Yes, quickies aren't just for sex and marriage. Just like getting hitched quick by eloping in the Bahamas or Vegas, many are now untying the knot fast enough to cause whiplash.
Even I did it once.
My first husband and I were ill-suited on nearly every level. We looked silly together, with him towering more than a foot above me; we barely fit in the same picture frame. We were also polar opposites when it came to background, temperament and interests (except for acting). We weren't even sexually compatible. Add to all of that the fact that he was almost 15 years my senior and wanted me to play the role of "pretty wife" while my career was in full swing. Needless to say, we were doomed from the start.
If we were totally honest, probably neither of us really saw a future with the other. He was making big bucks at the time, starring in one miniseries after another, and asked me to sign a prenuptial agreement. This is perhaps standard now, but it was less so back then. And when we remodeled our home, I turned the room designated for our future child into an office.
After three years of marriage -- a big success by Hollywood standards -- we agreed to get a divorce. Honestly, I wasn't too traumatized by this decision. I am a child of divorce. Both of my parents had been married three times apiece at that point. Divorce -- I'm sad to say -- seemed par for the course.

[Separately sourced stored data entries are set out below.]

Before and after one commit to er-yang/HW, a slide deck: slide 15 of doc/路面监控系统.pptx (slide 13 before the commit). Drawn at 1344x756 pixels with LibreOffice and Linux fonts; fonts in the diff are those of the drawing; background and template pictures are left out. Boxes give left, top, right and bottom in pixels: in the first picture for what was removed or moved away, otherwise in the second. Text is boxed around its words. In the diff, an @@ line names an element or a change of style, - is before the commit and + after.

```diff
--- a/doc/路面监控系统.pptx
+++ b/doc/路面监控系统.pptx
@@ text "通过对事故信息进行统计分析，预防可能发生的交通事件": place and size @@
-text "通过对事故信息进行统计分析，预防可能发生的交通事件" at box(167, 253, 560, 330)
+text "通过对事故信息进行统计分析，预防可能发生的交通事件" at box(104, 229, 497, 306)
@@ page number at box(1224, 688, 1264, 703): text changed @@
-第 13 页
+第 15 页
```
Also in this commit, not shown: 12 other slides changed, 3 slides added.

And because the decision was relatively easy and trauma-free, we decided to get a divorce in a way that didn't protract and add pain to the situation. We opted for a quickie. We traveled to Santo Domingo in the Dominican Republic -- the quickie divorce capital for many celebrities including Elizabeth Taylor. We made a fun weekend out of it in this Caribbean paradise. We even had goodbye sex. And at the end of our "break-cation," the two of us appeared before a judge and answered "Si" to several questions asked in Spanish. It was over. We were divorced.

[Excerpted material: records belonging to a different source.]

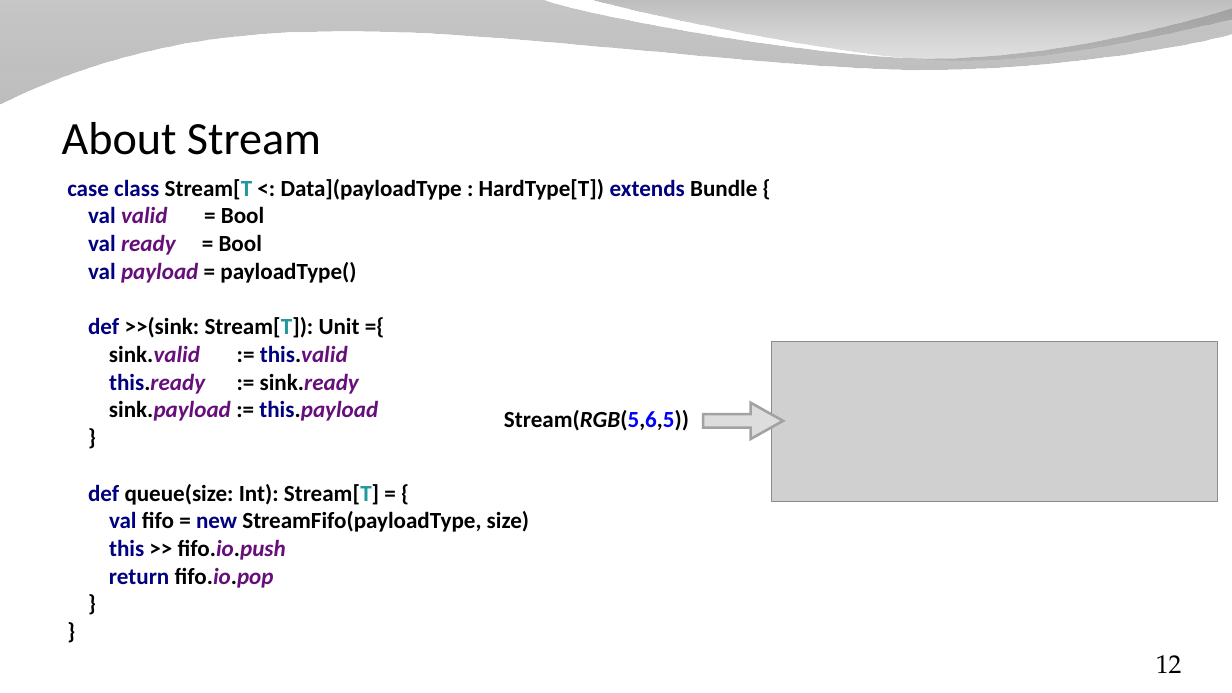
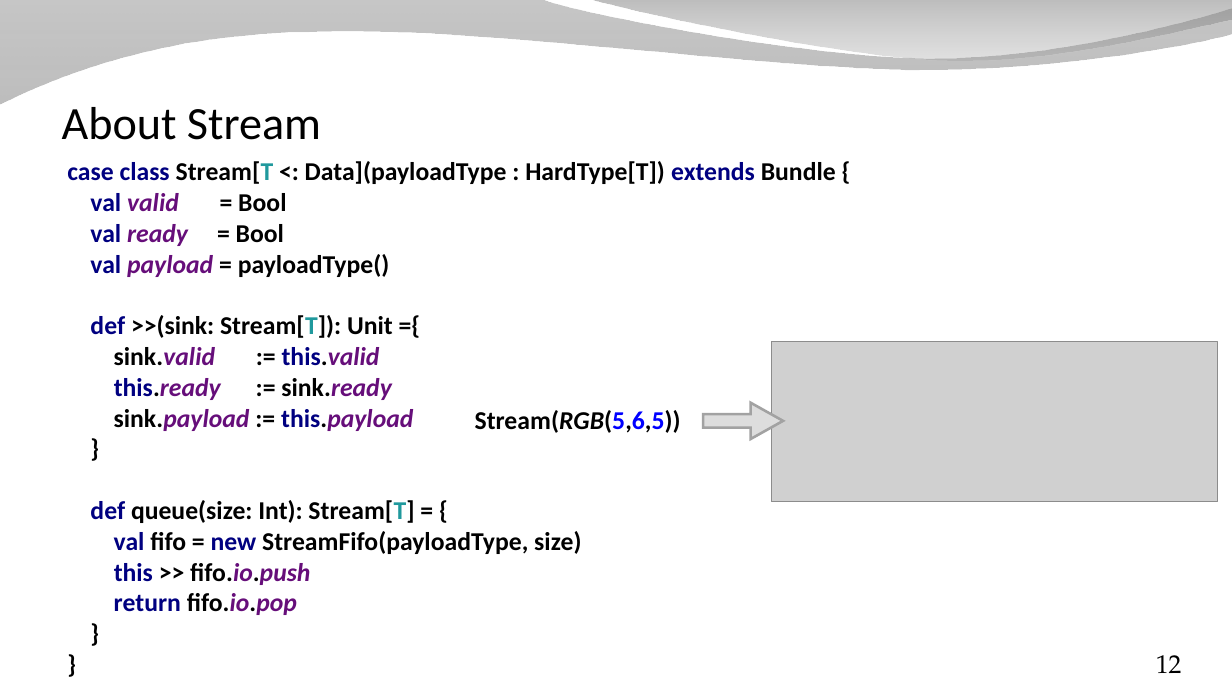
Before and after one commit to SpinalHDL/SpinalDoc, a slide deck: slide 12 of presentation/en/presentation_move_forward_short.odp. Drawn at 1232x693 pixels with LibreOffice and Linux fonts; fonts in the diff are those of the drawing; grey boxes stand for pictures; background and template pictures are left out. Boxes give left, top, right and bottom in pixels: in the first picture for what was removed or moved away, otherwise in the second. Text is boxed around its words. In the diff, an @@ line names an element or a change of style, - is before the commit and + after.

```diff
--- a/presentation/en/presentation_move_forward_short.odp
+++ b/presentation/en/presentation_move_forward_short.odp
@@ title "About Stream": place and size @@
-title "About Stream" at [62,122,321,155]
+title "About Stream" at [62,107,321,140]
@@ text "case class Stream[T <: Data](payloadType ...": place and size @@
-text "case class Stream[T <: Data](payloadType ..." at [67,179,757,588]
+text "case class Stream[T <: Data](payloadType ..." at [67,161,836,615]
@@ text "case class Stream[T <: Data](payloadType ..." at [67,161,836,615]: size 18 to 20 pt @@
@@ text "Stream(RGB(5,6,5))" at [475,410,681,433]: size 18 to 20 pt @@
@@ text "Stream(RGB(5,6,5))": place and size @@
-text "Stream(RGB(5,6,5))" at [504,410,689,431]
+text "Stream(RGB(5,6,5))" at [475,410,681,433]
```
Also in this commit, not shown: 11 other slides changed.

But quickie divorces need not be solely the domain of actors. Celebrity culture is aspirational. TV and magazines try to get us to buy the same products that famous people use and to do the same workouts to stay fit, so why not imitate the way they end their marriages too? Why not get divorced, celebrity-quickie style?

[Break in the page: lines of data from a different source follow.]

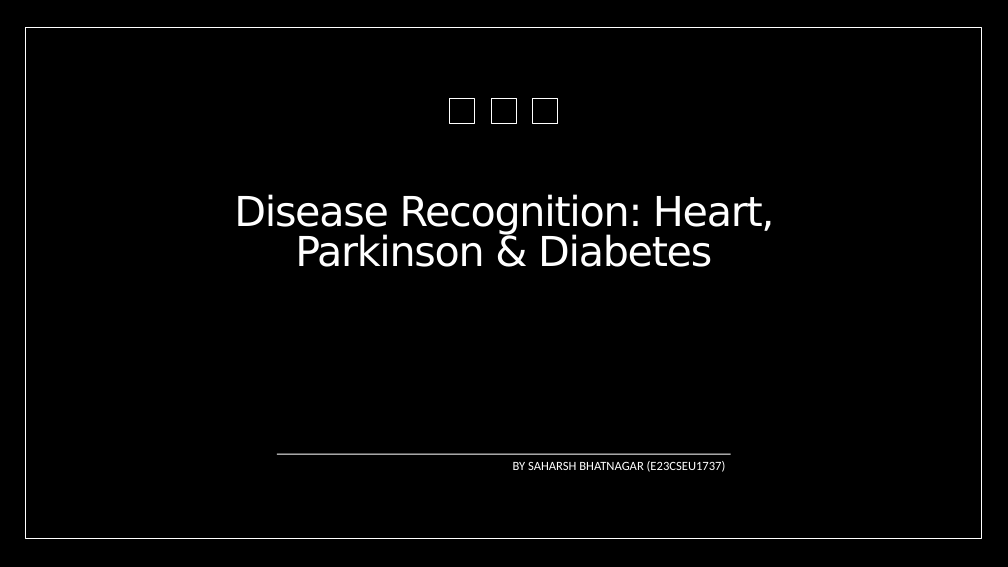
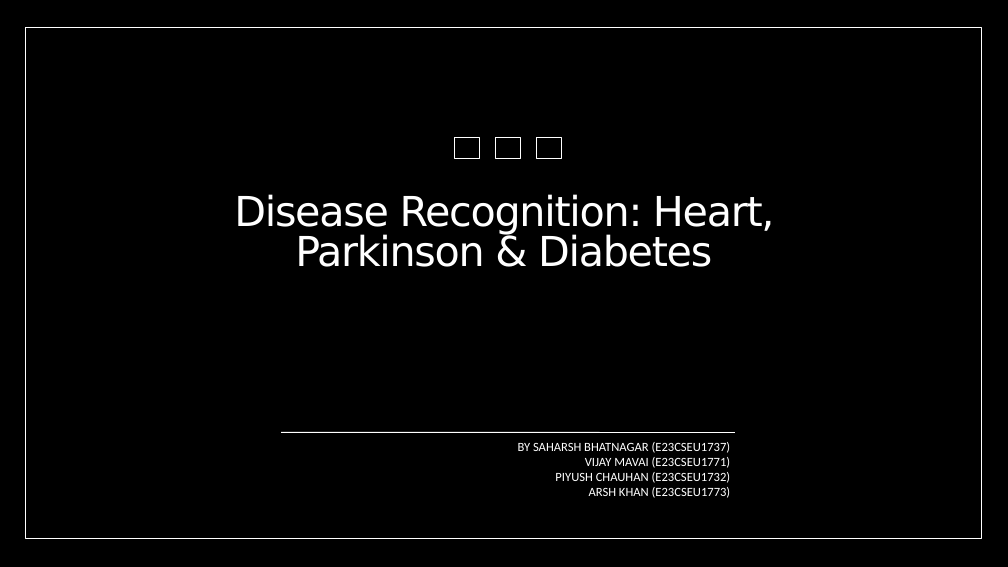
Before and after one commit to SaharshBhatnagar/Disease-Recognition, a slide deck: slide 1 of PPT/Disease Recognition Heart, Parkinson & Diabetes.pptx. Drawn at 1008x567 pixels with LibreOffice and Linux fonts; fonts in the diff are those of the drawing; background and template pictures are left out. Boxes give left, top, right and bottom in pixels: in the first picture for what was removed or moved away, otherwise in the second. Text is boxed around its words. In the diff, an @@ line names an element or a change of style, - is before the commit and + after.

```diff
--- a/PPT/Disease Recognition Heart, Parkinson & Diabetes.pptx
+++ b/PPT/Disease Recognition Heart, Parkinson & Diabetes.pptx
@@ freeform shape: place and size @@
-freeform shape at (450,98,557,123)
+freeform shape at (454,138,562,159)
@@ freeform shape: place and size @@
-freeform shape at (277,454,731,455)
+freeform shape at (281,432,735,433)
@@ text "BY SAHARSH BHATNAGAR (E23CSEU1737)": place and size @@
-text "BY SAHARSH BHATNAGAR (E23CSEU1737)" at (513,461,726,472)
+text "BY SAHARSH BHATNAGAR (E23CSEU1737)" at (518,442,731,498)
@@ text at (555,457,731,498): paragraphs added @@
+VIJAY MAVAI (E23CSEU1771)
+PIYUSH CHAUHAN (E23CSEU1732)
+ARSH KHAN (E23CSEU1773)
```
Also in this commit, not shown: 1 other slide changed.
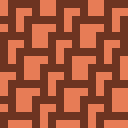
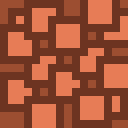
Before/after of a 128×128 layered artwork. What changed in the layer stack:
hid "Layer 1 copy 3" over [0, 112, 128, 128]
hid "Layer 1 copy 2" over [0, 80, 128, 128]
added layer "Layer 4" above "Layer 3" over [0, 0, 88, 64]
added layer "Layer 3" above "Layer 2" over [0, 0, 128, 128]
hid "Layer 1 copy" over [0, 48, 128, 104]
hid "Layer 1" over [0, 16, 128, 72]
hid "Layer 1 copy 4" over [0, 0, 128, 40]

Of course, a quickie divorce is not for everyone but if you meet the criteria, you might be able to end your marriage quickly, cheaply and relatively painlessly.
Book that ticket to Guam or the Dominican Republic if:
1. The thrill is gone from the marriage. There's no real passion there. Your mutual chemistry probably couldn't sustain more than one or two battles, and we all know that a marriage that's in it for the long haul needs fire sufficient for many heated arguments. But that's okay. There's no need to fight about the divorce when the pair of you barely had enough passion to fight during the marriage.
2. The two of you are still friends. You need to have some sort of friendship that bonds you. Ideally, you still like each other enough that you're willing to forfeit something to him/her rather than give it all to the divorce lawyers. Yes, the sharks will be circling the waters, waiting for the two of you to be so consumed with hate for each other that you must retain them. And they will make lots and lots of money. Your money.
3. You have no children. Kids complicate any divorce. Money and assets can be easily divided, but children are harder to split up equitably. And divorce lawyers salivate at the mere mention of children. So if you are relatively untethered, you can make a quick getaway.
4. It's no biggie. If you're in your late 20s or 30s, chances are good that you come from a broken home and having a divorce or two under your belt is no big deal. This practically blasé attitude makes it easier to take your quickie divorce in stride.
5. You have a prenup. Like many modern couples, you may have a prenuptial agreement, which obviates the need for one of those scary divorce attorneys. You can hire a mediator to figure out the details. Or better yet, make a vacation out of it and travel to the Dominican Republic or Reno, Nevada, or Guam, sign a paper and say "adios" over fruity, alcoholic beverages. You might even have a quickie while getting your quickie.